Director: Jan Komasa
Starring: Stephen Graham, Andrea Riseborough, Anson Boon, Kit Rakusen
Certificate: 15
Run Time: 110 mins
The Good Boy is a psychological thriller about a married couple who abduct a 19-year-old criminal in an attempt to rehabilitate him. An English / Polish co-production, the film’s directed by Jan Komasa, best known for his religious drama Corpus Christi, which earned a Best International Feature Film at the 92nd Academy Awards. Stephen Graham and Andrea Riseborough play Chris and Kathryn, the married couple in question, and the film opens with 19-year-old Tommy (Anson Boon) going for a particularly debauched night on the town in Yorkshire before he wakes up chained up in their basement. There, they make him watch videos of the ultraviolence he’s partaken in, in an attempt to make him see the error of his ways. Also living in the unconventional household is Jonathan (Kit Rakusen), an overly polite younger boy who seems a little terrified of his parents, raising the question whether they are indeed his parents or if he’s another victim.
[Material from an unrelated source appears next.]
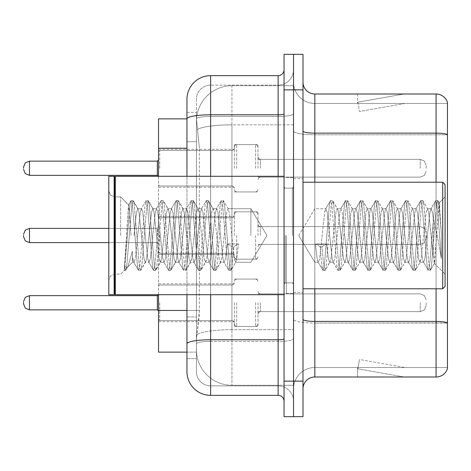 <?xml version="1.0" encoding="UTF-8"?>
<svg xmlns="http://www.w3.org/2000/svg" width="471" height="471" viewBox="0 0 471 471"><rect width="100%" height="100%" fill="white"/><g stroke="black" fill="none" stroke-linecap="round" stroke-linejoin="round"><path stroke-width="0.35" stroke-dasharray="2.35 1.77" d="M234.317 168.247L234.317 144.562L234.317 168.247M158.533 168.247L158.533 149.301L158.533 168.247M234.317 235.5L234.317 211.82L234.317 235.5M158.533 235.5L158.533 216.554L158.533 235.5M234.317 302.753L234.317 326.438L234.317 302.753M158.533 302.753L158.533 321.699L158.533 302.753M257.996 168.247L257.996 144.562L257.996 168.247M257.996 235.5L257.996 211.82L257.996 235.5M257.996 302.753L257.996 326.438L257.996 302.753M293.521 168.247L293.521 159.363L293.521 168.247M293.521 235.5L293.521 293.521L293.521 235.5M293.521 302.753L293.521 311.637L293.521 302.753M186.952 310.442L199.392 310.442L199.162 316.612L196.572 337.925L199.392 310.442L199.392 148.224L199.392 310.442L158.533 310.442L158.533 352.131L196.507 352.131L196.425 349.765A35.525 35.525 0 0 0 231.95 385.284L293.521 385.284L293.521 329.7L293.521 385.284L231.95 385.284L231.95 329.7L231.95 385.284A35.525 35.525 0 0 1 196.425 349.765L196.425 342.535L196.507 352.131L186.952 352.131L186.952 141.712L186.952 316.954L196.425 316.954L196.425 358.643L186.952 358.643L186.952 343.877L186.952 358.643L196.425 358.643L196.425 141.712L196.425 316.954L186.952 316.954M196.572 337.925L196.425 342.535L196.572 337.925M231.95 85.716L293.521 85.716L293.521 124.85L293.521 85.716L231.95 85.716A35.525 35.525 0 0 0 196.478 119.357L199.392 148.224L196.478 119.357A35.525 35.525 0 0 1 231.95 85.716L231.95 124.85L293.521 124.85L293.521 329.7L293.521 124.85L231.95 124.85L231.95 85.716A35.525 35.525 0 0 0 196.478 119.357M186.952 118.869L158.533 118.869L158.533 310.442M29.473 295.653L157.349 295.653L29.473 295.653L25.316 297.354L23.55 301.57L25.316 297.354L29.473 295.653L157.349 295.653L29.473 295.653L25.316 297.354L23.55 301.57L25.316 297.354L29.473 295.653L157.349 295.653L29.473 295.653L25.316 297.354L23.55 301.57L25.316 297.354L29.473 295.653L157.349 295.653L29.473 295.653L25.316 297.354L23.55 301.57L25.316 297.354L29.473 295.653L157.349 295.653L29.473 295.653L25.316 297.354L23.55 301.57L25.316 297.354L29.473 295.653L157.349 295.653L29.473 295.653L25.316 297.354L23.55 301.57L25.316 297.354L29.473 295.653L157.349 295.653L29.473 295.653L25.316 297.354L23.55 301.57L25.316 297.354L29.473 295.653L25.316 297.354L23.55 301.57L23.55 303.942L23.55 301.57L23.55 303.942L23.55 301.57L23.55 303.942L23.55 301.57L23.55 303.942L23.55 301.57L23.55 303.942L23.55 301.57L23.55 303.942L23.55 301.57L23.55 303.942L23.55 301.57L23.55 303.942L23.55 301.57L23.55 303.942L23.55 301.57L23.55 303.942L23.55 301.57L23.55 303.942L23.55 301.57L23.55 303.942L23.55 301.57L23.55 303.942L23.55 301.57L23.55 303.942L23.55 301.57L23.55 303.942L23.55 301.57L23.55 302.753L23.55 301.57L25.316 297.354L29.473 295.653L157.349 295.653L157.349 309.859L29.473 309.859L29.473 295.653L29.473 309.859L29.473 295.653L29.473 309.859L29.473 295.653L29.473 309.859L29.473 295.653L29.473 309.859L29.473 295.653L29.473 309.859L29.473 295.653L29.473 309.859L29.473 295.653L29.473 309.859L29.473 295.653L29.473 309.859L29.473 295.653L29.473 309.859L29.473 295.653L29.473 309.859L29.473 295.653L29.473 309.859L29.473 295.653L29.473 309.859L29.473 295.653L29.473 309.859L29.473 295.653L29.473 309.859L29.473 295.653L29.473 309.859L29.473 295.653L29.473 302.753L29.473 295.653L157.349 295.653L157.349 309.859L157.349 295.653L157.349 309.859L157.349 295.653L157.349 309.859L157.349 295.653L157.349 309.859L157.349 295.653L157.349 309.859L157.349 295.653L157.349 309.859L157.349 295.653L157.349 309.859L157.349 295.653L157.349 309.859L157.349 295.653L157.349 309.859L157.349 295.653L157.349 309.859L157.349 295.653L157.349 309.859L157.349 295.653L157.349 309.859L157.349 295.653L157.349 309.859L157.349 295.653L157.349 309.859L157.349 295.653L157.349 309.859L157.349 295.653L157.349 309.859L157.349 295.653L158.533 294.469L158.533 176.295L157.349 175.347L157.349 161.141L157.349 175.347L157.349 161.141L157.349 175.347L157.349 161.141L157.349 175.347L157.349 161.141L157.349 175.347L157.349 161.141L157.349 175.347L157.349 161.141L157.349 175.347L157.349 161.141L157.349 175.347L157.349 161.141L157.349 175.347L157.349 161.141L157.349 175.347L157.349 161.141L157.349 175.347L157.349 161.141L157.349 175.347L157.349 161.141L157.349 175.347L157.349 161.141L157.349 175.347L157.349 161.141L157.349 175.347L157.349 161.141L157.349 175.347L157.349 161.141L157.349 175.347L158.533 176.531M302.994 235.5L302.994 178.662L302.994 235.5M286.415 235.5L286.415 293.521L286.415 235.5M293.521 329.635L293.521 131.085L293.521 329.635M302.994 319.356L302.994 131.085L302.994 319.356A11.84 2.055 0 0 0 314.834 321.41L436.081 321.41A11.84 2.055 180 0 1 447.45 322.888L314.834 323.053L314.834 367.527A21.313 21.313 0 0 0 293.521 388.84A21.313 21.313 0 0 1 314.834 367.527L447.45 367.527L447.45 102.531A11.84 11.84 0 0 0 436.081 94L436.081 377A11.84 11.84 0 0 0 447.45 368.469L447.45 329.635L447.45 367.527L314.834 367.527L314.834 94A11.84 11.84 0 0 1 302.994 82.16L302.994 131.085L302.994 82.16M293.521 82.16L293.521 131.085L293.521 82.16A21.313 21.313 0 0 0 314.834 103.473A21.313 21.313 0 0 1 293.521 82.16A21.313 21.313 0 0 0 314.834 103.473L314.834 323.053A21.313 3.703 0 0 1 293.521 319.356A21.313 3.703 0 0 0 314.834 323.053L314.834 103.473L447.45 103.473L314.834 103.473M293.521 89.861L293.521 54.336L302.994 54.336L302.994 89.861L293.521 89.861L293.521 54.336L284.048 54.336L284.048 89.861L293.521 89.861L293.521 381.139L293.521 89.861M284.048 89.861L284.048 416.664L293.521 416.664L293.521 381.139L293.521 416.664L302.994 416.664L302.994 89.861M403.294 376.853A9.473 9.473 0 0 0 404.942 377L357.577 377L404.942 377A9.473 9.473 0 0 1 403.294 376.853A9.473 9.473 0 0 0 404.942 377A9.473 9.473 0 0 1 403.294 376.853A9.473 9.473 0 0 0 404.942 377A9.473 9.473 0 0 1 403.294 376.853A9.473 9.473 0 0 0 404.942 377A9.473 9.473 0 0 1 403.294 376.853A9.473 9.473 0 0 0 404.942 377A9.473 9.473 0 0 1 403.294 376.853A9.473 9.473 0 0 0 404.942 377A9.473 9.473 0 0 1 403.294 376.853A9.473 9.473 0 0 0 404.942 377A9.473 9.473 0 0 1 403.294 376.853A9.473 9.473 0 0 0 404.942 377A9.473 9.473 0 0 1 403.294 376.853A9.473 9.473 0 0 0 404.942 377A9.473 9.473 0 0 1 403.294 376.853L357.819 368.834L403.294 376.853M357.577 367.527L357.577 377L357.577 367.527L358.048 367.527L357.819 368.834L358.048 367.527L357.577 367.527L357.577 377L357.577 367.527L358.048 367.527L357.819 368.834L358.048 367.527L357.577 367.527L357.577 377L357.577 367.527L358.048 367.527L357.819 368.834L358.048 367.527L357.577 367.527L357.577 377L357.577 367.527L358.048 367.527L357.819 368.834L358.048 367.527L357.577 367.527L357.577 377L357.577 367.527L358.048 367.527L357.819 368.834L358.048 367.527L357.577 367.527L357.577 377L357.577 367.527L358.048 367.527L357.819 368.834L358.048 367.527L357.577 367.527L357.577 377L357.577 367.527L358.048 367.527L357.819 368.834L358.048 367.527L357.577 367.527L357.577 377L357.577 367.527L358.048 367.527L357.819 368.834L358.048 367.527L357.577 367.527L357.577 377L357.577 367.527L358.048 367.527L357.819 368.834L358.048 367.527L357.577 367.527M436.081 377L314.834 377L314.834 323.053L447.45 323.053L447.45 134.788L314.834 134.788A21.313 3.703 0 0 1 293.521 131.085A21.313 3.703 0 0 0 314.834 134.788L447.45 134.788M447.45 102.531A11.84 11.84 0 0 0 436.081 94L314.834 94M404.942 94L357.577 94L404.942 94A9.473 9.473 0 0 0 403.294 94.147A9.473 9.473 0 0 1 404.942 94A9.473 9.473 0 0 0 403.294 94.147A9.473 9.473 0 0 1 404.942 94A9.473 9.473 0 0 0 403.294 94.147A9.473 9.473 0 0 1 404.942 94A9.473 9.473 0 0 0 403.294 94.147A9.473 9.473 0 0 1 404.942 94A9.473 9.473 0 0 0 403.294 94.147A9.473 9.473 0 0 1 404.942 94A9.473 9.473 0 0 0 403.294 94.147A9.473 9.473 0 0 1 404.942 94A9.473 9.473 0 0 0 403.294 94.147A9.473 9.473 0 0 1 404.942 94A9.473 9.473 0 0 0 403.294 94.147A9.473 9.473 0 0 1 404.942 94A9.473 9.473 0 0 0 403.294 94.147A9.473 9.473 0 0 1 404.942 94M302.994 388.84A11.84 11.84 0 0 1 314.834 377M447.45 134.624L447.45 103.473L447.45 134.624A11.84 2.055 180 0 0 436.081 133.14L314.834 133.14A11.84 2.055 0 0 1 302.994 131.085M404.942 367.527L358.048 367.527L404.942 367.527L358.048 367.527L404.942 367.527L358.048 367.527L404.942 367.527L358.048 367.527L404.942 367.527L358.048 367.527L404.942 367.527L358.048 367.527L404.942 367.527L358.048 367.527L404.942 367.527L358.048 367.527L404.942 367.527L358.048 367.527L404.942 367.527L359.461 359.508L358.048 367.527L359.461 359.508L358.048 367.527L359.461 359.508L358.048 367.527L359.461 359.508L358.048 367.527L359.461 359.508L358.048 367.527L359.461 359.508L358.048 367.527L359.461 359.508L358.048 367.527L359.461 359.508L358.048 367.527L359.461 359.508L358.048 367.527L359.461 359.508L404.942 367.527M358.048 103.473L357.577 103.473L358.048 103.473L357.577 103.473L358.048 103.473L357.577 103.473L358.048 103.473L357.577 103.473L358.048 103.473L357.577 103.473L358.048 103.473L357.577 103.473L358.048 103.473L357.577 103.473L358.048 103.473L357.577 103.473L358.048 103.473L357.577 103.473L358.048 103.473L357.819 102.166L403.294 94.147L357.819 102.166L358.048 103.473L357.819 102.166L403.294 94.147L357.819 102.166L358.048 103.473L357.819 102.166L403.294 94.147L357.819 102.166L358.048 103.473L357.819 102.166L403.294 94.147L357.819 102.166L358.048 103.473L357.819 102.166L403.294 94.147L357.819 102.166L358.048 103.473L357.819 102.166L403.294 94.147L357.819 102.166L358.048 103.473L357.819 102.166L403.294 94.147L357.819 102.166L358.048 103.473L357.819 102.166L403.294 94.147L357.819 102.166L358.048 103.473L357.819 102.166L403.294 94.147L357.819 102.166L358.048 103.473L404.942 103.473L358.048 103.473L404.942 103.473L358.048 103.473L404.942 103.473L358.048 103.473L404.942 103.473L358.048 103.473L404.942 103.473L358.048 103.473L404.942 103.473L358.048 103.473L404.942 103.473L358.048 103.473L404.942 103.473L358.048 103.473L404.942 103.473L358.048 103.473L359.461 111.492L358.048 103.473M357.577 94L357.577 103.473L357.577 94M404.942 103.473L359.461 111.492L404.942 103.473M186.952 371.666A23.68 23.68 0 0 0 210.637 395.352L210.637 385.879A14.207 14.207 0 0 1 196.425 371.666L196.425 118.898L196.425 371.666A14.207 14.207 0 0 0 210.637 385.879L278.125 385.879L278.125 347.987L278.125 395.352A5.923 5.923 0 0 1 284.048 401.268L284.048 69.732L284.048 401.268M293.521 347.987L293.521 113.758L293.521 347.987M284.048 235.5L284.048 294.705L284.048 235.5M293.521 69.732L293.521 113.758L293.521 69.732A15.396 15.396 0 0 1 278.125 85.121A15.396 15.396 0 0 0 293.521 69.732A15.396 15.396 0 0 1 278.125 85.121L278.125 385.879L210.637 385.879L210.637 341.41L278.125 341.41A15.396 2.673 0 0 0 293.521 338.737A15.396 2.673 0 0 1 278.125 341.41L278.125 85.121L210.637 85.121L278.125 85.121M284.048 113.758A5.923 1.03 0 0 1 278.125 114.789L210.637 114.789A23.68 4.109 180 0 0 186.952 118.898L186.952 343.877A23.68 4.109 180 0 1 210.637 339.762L210.637 75.648A23.68 23.68 0 0 0 186.952 99.334A23.68 23.68 0 0 1 210.637 75.648L278.125 75.648A5.923 5.923 0 0 0 284.048 69.732A5.923 5.923 0 0 1 278.125 75.648L278.125 347.987L278.125 341.41L210.637 341.41L210.637 85.121L210.637 116.431L278.125 116.431A15.396 2.673 0 0 0 293.521 113.758A15.396 2.673 0 0 1 278.125 116.431L210.637 116.431L210.637 347.987L210.637 339.762L278.125 339.762A5.923 1.03 -0 0 0 284.048 338.737M210.637 395.352L278.125 395.352M186.952 112.357L196.425 112.357L186.952 112.357L186.952 141.712L196.425 141.712L196.425 112.357L196.425 141.712L186.952 141.712M186.952 294.705L186.952 176.295M196.425 99.334L196.425 118.898L196.425 99.334A14.207 14.207 0 0 1 210.637 85.121A14.207 14.207 0 0 0 196.425 99.334A14.207 14.207 0 0 1 210.637 85.121M293.521 401.268A15.396 15.396 0 0 0 278.125 385.879A15.396 15.396 0 0 1 293.521 401.268A15.396 15.396 0 0 0 278.125 385.879M426.137 302.753L426.137 305.714L426.137 302.753M23.55 235.5L23.55 236.683L23.55 235.5M426.137 235.5L426.137 238.461L426.137 235.5M23.55 168.247L23.55 167.058L23.55 168.247M426.137 168.247L426.137 165.286L426.137 168.247M250.896 235.5L250.896 208.735L250.896 235.5M314.834 235.5L314.834 208.735L314.834 235.5M445.083 235.5L445.083 286.415L445.083 184.585L445.083 274.11L445.083 184.585L442.716 182.218L442.716 288.782L442.716 182.218L442.716 288.782L445.083 286.415L445.083 235.5M114.724 294.11L114.129 294.705L114.129 176.295L114.129 294.705L114.129 176.295L114.724 176.89L114.724 294.11L114.724 235.5L114.724 294.11L115.318 294.705L115.318 176.295L115.318 235.5L115.318 176.295L284.048 176.295M114.129 294.705L108.801 294.705L108.801 176.295L108.801 280.027L108.801 176.295L114.129 176.295M120.647 235.5L120.647 196.89L120.647 235.5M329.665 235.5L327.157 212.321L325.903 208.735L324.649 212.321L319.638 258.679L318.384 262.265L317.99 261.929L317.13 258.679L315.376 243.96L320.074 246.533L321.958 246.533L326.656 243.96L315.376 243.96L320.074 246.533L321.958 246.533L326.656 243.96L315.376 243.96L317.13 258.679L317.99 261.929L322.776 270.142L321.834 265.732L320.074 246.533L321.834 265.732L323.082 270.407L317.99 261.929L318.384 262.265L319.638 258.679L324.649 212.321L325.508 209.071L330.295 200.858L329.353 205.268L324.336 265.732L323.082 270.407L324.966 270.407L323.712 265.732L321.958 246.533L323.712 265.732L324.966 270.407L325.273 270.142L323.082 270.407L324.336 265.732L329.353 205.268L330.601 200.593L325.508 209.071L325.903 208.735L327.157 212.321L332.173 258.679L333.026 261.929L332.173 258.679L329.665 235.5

Outside of an uncomfortable opening sequence (although likely by design), The Good Boy is a gripping thriller that raises lots of thought-provoking questions. Not only are we asked to question the character’s motives but what the state of affairs are like for the youth of today, and Komasa does this in a very icy manner with a jet black satirical undercurrent. In what’s very much a chamber piece that feels inspired by Michael Haneke and A Clockwork Orange, I was engrossed throughout by all the fully-fledged characters and I loved the sprinklings of black comedy, especially a scene where a character is made to smoke an entire pack of cigarettes. It all results in a deliberately bleak conclusion which I really liked, but it might prove challenging to others.
In a career that’s going from strength to strength, Stephen Graham is fantastic as Chris as another very complex father after his turn in Adolescence. On the surface, he looks like an ordinary and overly polite member of suburbia, but there’s a raging violence under that outrageous stick-on wig. Andrea Riseborough is also excellent as his more reserved wife, who comes out of her shell as the film progresses, as is Anson Boon as the charismatic thug. It’s testament to Boon’s performance that we grow to care for Tommy as the film progresses, despite his despicable and heinous acts of violence in his past.
It’s infrequent that Abel Korzeniowski scores a film, but he more than makes up for it with the quality of his work – his tremendous score for The Watchers really elevated what was an average horror film, for example. While the score doesn’t take centre stage in The Good Boy, what there is is evocative, although I’d say this is more of a minor work from him.
All in, The Good Boy has a lot going for it and I wonder if it will lead to Jan Komasa getting higher-profile work. This is a sharp and gripping piece of work that’s at its best when it’s a chamber piece inside Chris and Kathryn’s grand home – Komasa’s direction is less confident in the scenes away from it that bookend the film. It helps that there’s first-rate performances across the board, and the film’s worth watching for these alone. I don’t suspect The Good Boy is going to be a big box office hit with its soft release, but I highly recommend seeking it out.